FYI, all switches on a relay must change state when the relay goes between its powered-on and powered-off states. With the game off, you can manipulate each relay by hand and visually inspect for all of their switches to change states. While you are in there you can look for switch contacts not fully opening or fully closing, dirty contacts, bent switch lug tabs possibly touching each other, switch wires with retreating insulation possibly shorting, stray wire strands not soldered or possibly shorting to other things, etc. When two contacts are adjacent or barely touching each other, that is not necessarily a good enough closure to pass current. You should see both blades move slightly, before one pulls away from the other to break contact. Also a closed switch may not be conducting if the contacts are dirty. It can be helpful to stick a small strip of white paper behind the switch blades in order to see things better.
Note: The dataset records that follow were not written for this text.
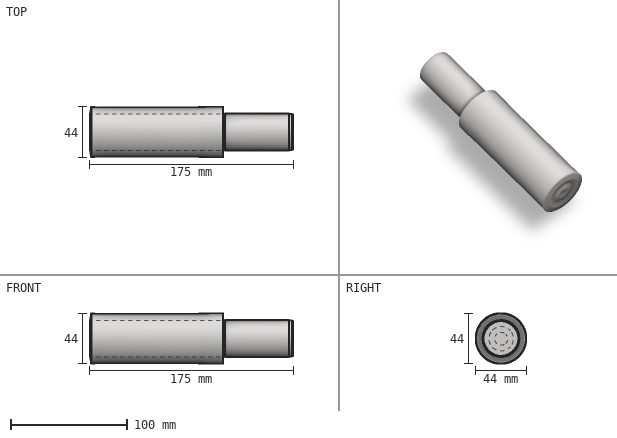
import cadquery as cq

TOTAL_LENGTH = 175.0

SLEEVE_DIAMETER = 43.0
COLLAR_DIAMETER = 44.0
BORE_DIAMETER = 31.5
SLEEVE_LENGTH = 115.0
FACE_DIAMETER = 42.4
FACE_SETBACK = 0.9
RIM_START = 1.4
RIM_END = 3.8
FLARE_START = 93.0
FLARE_END = 109.7
COLLAR_CHAMFER = 0.5
FLARE_MID_RISE = 0.75

SHANK_DIAMETER = 32.0
SHANK_START = 116.0
SHANK_END = 171.8
SHANK_CHAMFER_LENGTH = 0.7
TIP_CHAMFER = 0.9
DISH_DIAMETER = 21.0
DISH_DEPTH = 1.2
BOSS_DIAMETER = 11.2
CENTRE_DEPTH = 0.9


def make_sleeve():
    """Bored sleeve with a raised near rim and a flared collar."""
    bore_radius = BORE_DIAMETER / 2
    body_radius = SLEEVE_DIAMETER / 2
    collar_radius = COLLAR_DIAMETER / 2
    profile = (
        cq.Workplane("XY")
        .moveTo(0, bore_radius)
        .lineTo(FACE_SETBACK, FACE_DIAMETER / 2)
        .lineTo(RIM_START, collar_radius)
        .lineTo(RIM_END, body_radius)
        .lineTo(FLARE_START, body_radius)
        .threePointArc(
            ((FLARE_START + FLARE_END) / 2, body_radius + FLARE_MID_RISE * (collar_radius - body_radius)),
            (FLARE_END, collar_radius),
        )
        .lineTo(SLEEVE_LENGTH - COLLAR_CHAMFER, collar_radius)
        .lineTo(SLEEVE_LENGTH, collar_radius - COLLAR_CHAMFER)
        .lineTo(SLEEVE_LENGTH, bore_radius)
        .close()
    )
    return profile.revolve(360, (0, 0, 0), (1, 0, 0))


def make_pin():
    """Pin filling the bore, with a thicker shank and a dished near end."""
    core_radius = BORE_DIAMETER / 2
    shank_radius = SHANK_DIAMETER / 2
    profile = (
        cq.Workplane("XY")
        .moveTo(CENTRE_DEPTH, 0)
        .lineTo(0, BOSS_DIAMETER / 2)
        .lineTo(DISH_DEPTH, DISH_DIAMETER / 2)
        .lineTo(0, core_radius)
        .lineTo(SHANK_START, core_radius)
        .lineTo(SHANK_START + SHANK_CHAMFER_LENGTH, shank_radius)
        .lineTo(SHANK_END - SHANK_CHAMFER_LENGTH, shank_radius)
        .lineTo(SHANK_END, core_radius)
        .lineTo(TOTAL_LENGTH - TIP_CHAMFER, core_radius)
        .lineTo(TOTAL_LENGTH, core_radius - TIP_CHAMFER)
        .lineTo(TOTAL_LENGTH, 0)
        .close()
    )
    return profile.revolve(360, (0, 0, 0), (1, 0, 0))


sleeve = make_sleeve()
pin = make_pin()
result = cq.Compound.makeCompound([sleeve.val(), pin.val()])

Your schematic has a table listing the relays. The table columns are INDEX (where on the schematic the relay's coil is located), NO. (relay identifier), COIL NO. (part number for coil replacement), TYPE (relay type), CONTACTS (number of contacts), USE (function).

The 3 relays mentioned above have switches as follows :

H: 1A, 1B, 1C
Q: 3A, 2B, 1C
AX with AXR: 1A, 4B, 2C

A=normally open, B=normally closed, C=make-break.
So Q relay has 3 normally open, 2 normally closed and 1 make-break.

The H and Q are both "AG" type relays which are the most common and simple types. The AX is part of a 2-coil interlock relay type. These relay types require a second coil to fire to "reset" the relay. The AG relays "reset" simply by relaxing when power to them is removed. The reasoning for the interlock relays is that they can hold either state, even when power to the game is off.